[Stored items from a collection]
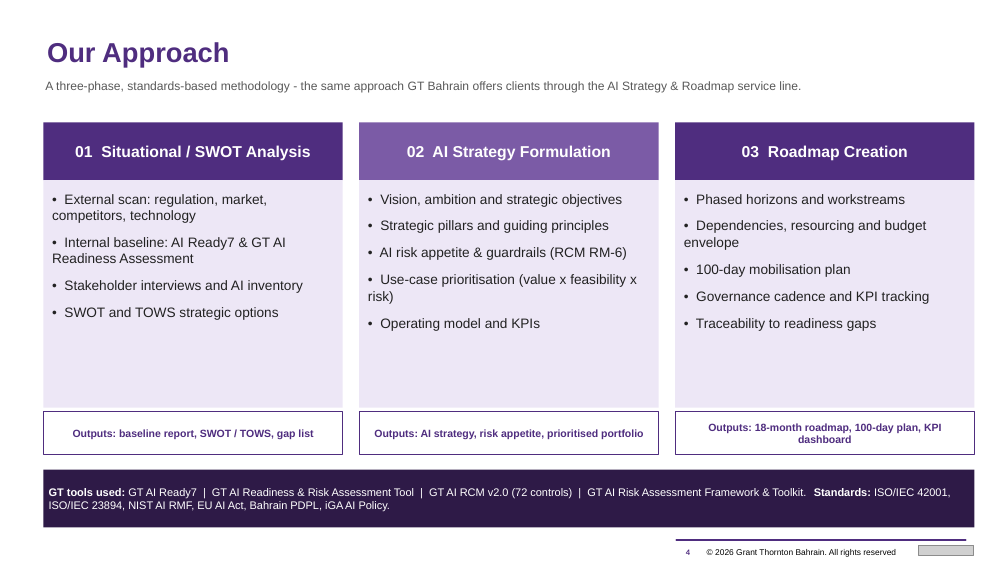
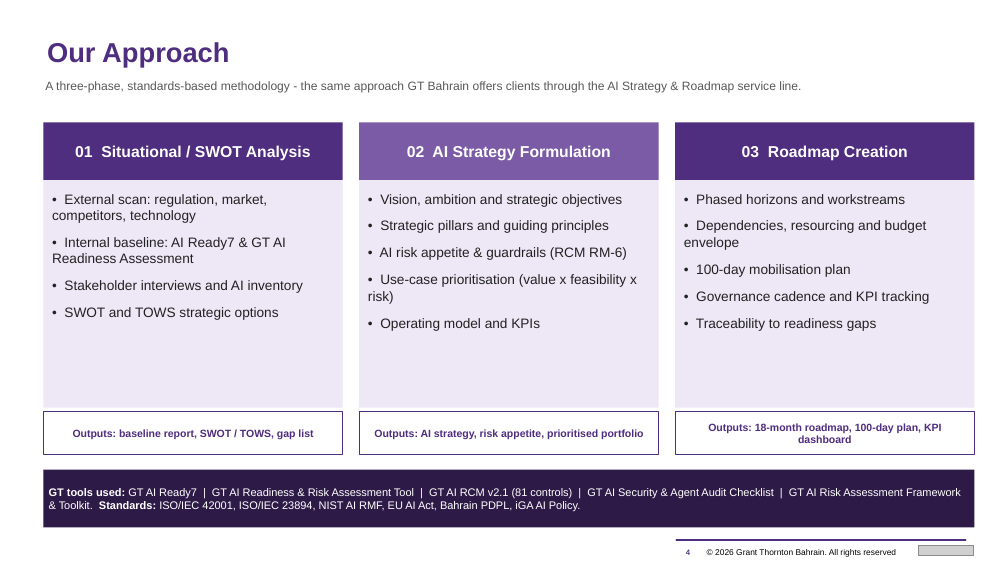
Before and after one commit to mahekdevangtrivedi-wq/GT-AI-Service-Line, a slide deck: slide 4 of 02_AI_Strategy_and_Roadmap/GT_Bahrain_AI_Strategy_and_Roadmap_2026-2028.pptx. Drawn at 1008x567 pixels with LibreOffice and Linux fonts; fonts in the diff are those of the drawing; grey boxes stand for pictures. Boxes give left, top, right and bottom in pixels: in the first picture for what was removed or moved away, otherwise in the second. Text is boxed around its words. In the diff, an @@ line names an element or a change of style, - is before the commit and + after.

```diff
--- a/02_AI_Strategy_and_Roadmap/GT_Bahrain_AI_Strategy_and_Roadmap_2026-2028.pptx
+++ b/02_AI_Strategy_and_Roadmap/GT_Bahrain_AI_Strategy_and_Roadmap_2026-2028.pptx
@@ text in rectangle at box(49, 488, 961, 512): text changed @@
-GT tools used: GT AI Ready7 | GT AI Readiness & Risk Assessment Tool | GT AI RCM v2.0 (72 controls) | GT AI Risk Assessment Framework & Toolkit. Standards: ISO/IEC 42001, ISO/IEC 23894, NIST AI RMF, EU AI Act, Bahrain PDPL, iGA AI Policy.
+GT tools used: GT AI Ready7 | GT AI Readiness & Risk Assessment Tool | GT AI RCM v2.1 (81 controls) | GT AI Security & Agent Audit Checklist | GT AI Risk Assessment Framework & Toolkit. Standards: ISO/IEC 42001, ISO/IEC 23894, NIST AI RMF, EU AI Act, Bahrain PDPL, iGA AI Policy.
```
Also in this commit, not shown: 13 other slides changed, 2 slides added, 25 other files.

==

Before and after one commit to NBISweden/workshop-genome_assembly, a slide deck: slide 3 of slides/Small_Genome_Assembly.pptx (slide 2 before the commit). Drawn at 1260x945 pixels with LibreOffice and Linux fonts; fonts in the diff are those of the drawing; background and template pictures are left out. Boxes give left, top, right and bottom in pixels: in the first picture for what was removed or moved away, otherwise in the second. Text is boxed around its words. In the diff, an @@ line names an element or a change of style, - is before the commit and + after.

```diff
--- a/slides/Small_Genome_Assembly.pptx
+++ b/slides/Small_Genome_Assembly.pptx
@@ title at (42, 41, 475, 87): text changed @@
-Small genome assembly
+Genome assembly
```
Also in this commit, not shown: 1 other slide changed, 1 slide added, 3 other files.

[ACTION ITEM]
Identify the lines in the entries that hold "used" and return each one.

[OUTPUT OF THE TASK]
-GT tools used: GT AI Ready7 | GT AI Readiness & Risk Assessment Tool | GT AI RCM v2.0 (72 controls) | GT AI Risk Assessment Framework & Toolkit. Standards: ISO/IEC 42001, ISO/IEC 23894, NIST AI RMF, EU AI Act, Bahrain PDPL, iGA AI Policy.
+GT tools used: GT AI Ready7 | GT AI Readiness & Risk Assessment Tool | GT AI RCM v2.1 (81 controls) | GT AI Security & Agent Audit Checklist | GT AI Risk Assessment Framework & Toolkit. Standards: ISO/IEC 42001, ISO/IEC 23894, NIST AI RMF, EU AI Act, Bahrain PDPL, iGA AI Policy.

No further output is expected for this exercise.